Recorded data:
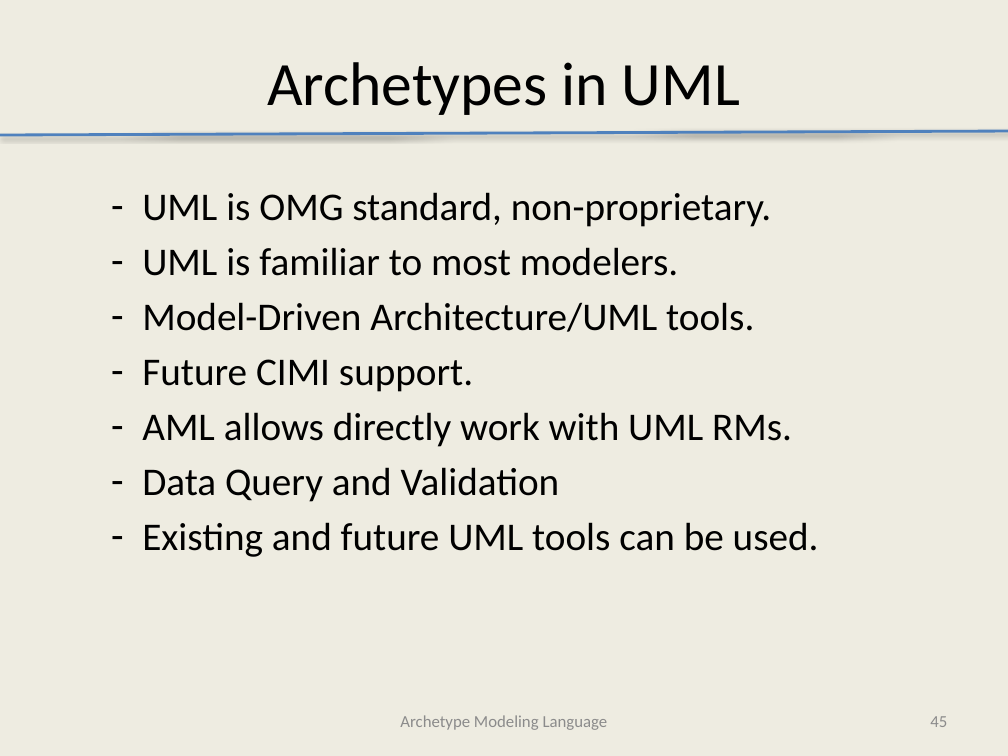
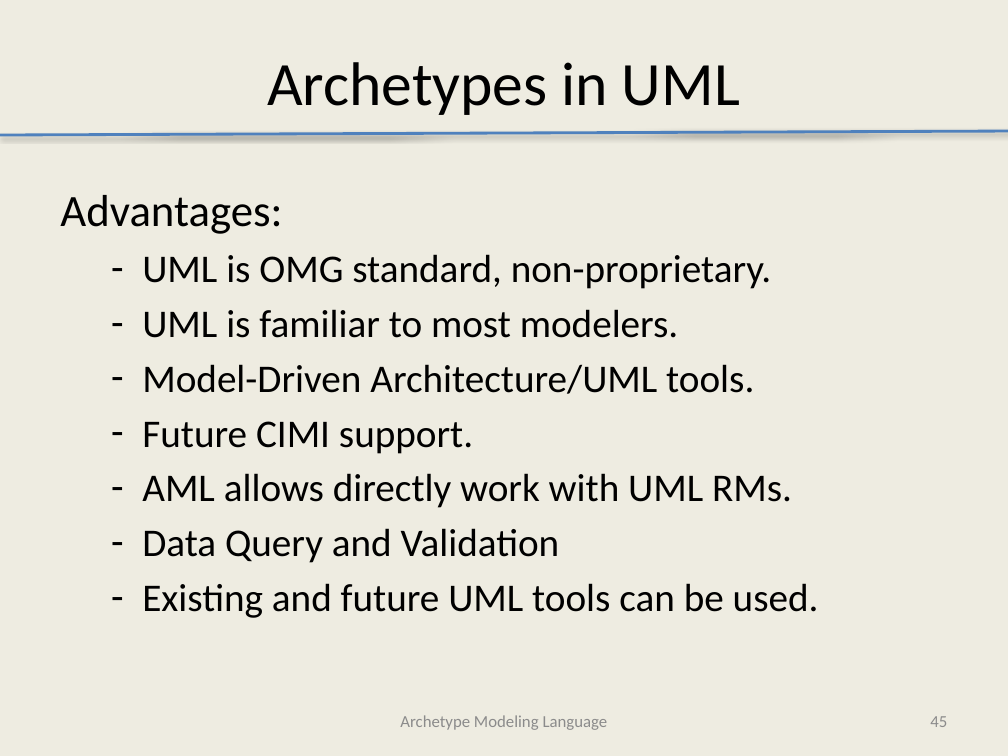
Before and after one commit to Avelanda/AMLTooling, a slide deck: slide 45 of docs/AMLTooling.pptx. Drawn at 1008x756 pixels with LibreOffice and Linux fonts; fonts in the diff are those of the drawing. Boxes give left, top, right and bottom in pixels: in the first picture for what was removed or moved away, otherwise in the second. Text is boxed around its words. In the diff, an @@ line names an element or a change of style, - is before the commit and + after.

```diff
--- a/docs/AMLTooling.pptx
+++ b/docs/AMLTooling.pptx
@@ text at (60, 195, 282, 234): paragraph added @@
+Advantages:
```
Also in this commit, not shown: 3 other slides changed, 14 slides added.

PROBLEM TO WORK ON: Please retype all the entries word for word, omitting the pictures.

WRITTEN REPLY:
Before and after one commit to Avelanda/AMLTooling, a slide deck: slide 45 of docs/AMLTooling.pptx. Drawn at 1008x756 pixels with LibreOffice and Linux fonts; fonts in the diff are those of the drawing. Boxes give left, top, right and bottom in pixels: in the first picture for what was removed or moved away, otherwise in the second. Text is boxed around its words. In the diff, an @@ line names an element or a change of style, - is before the commit and + after.

```diff
--- a/docs/AMLTooling.pptx
+++ b/docs/AMLTooling.pptx
@@ text at (60, 195, 282, 234): paragraph added @@
+Advantages:
```
Also in this commit, not shown: 3 other slides changed, 14 slides added.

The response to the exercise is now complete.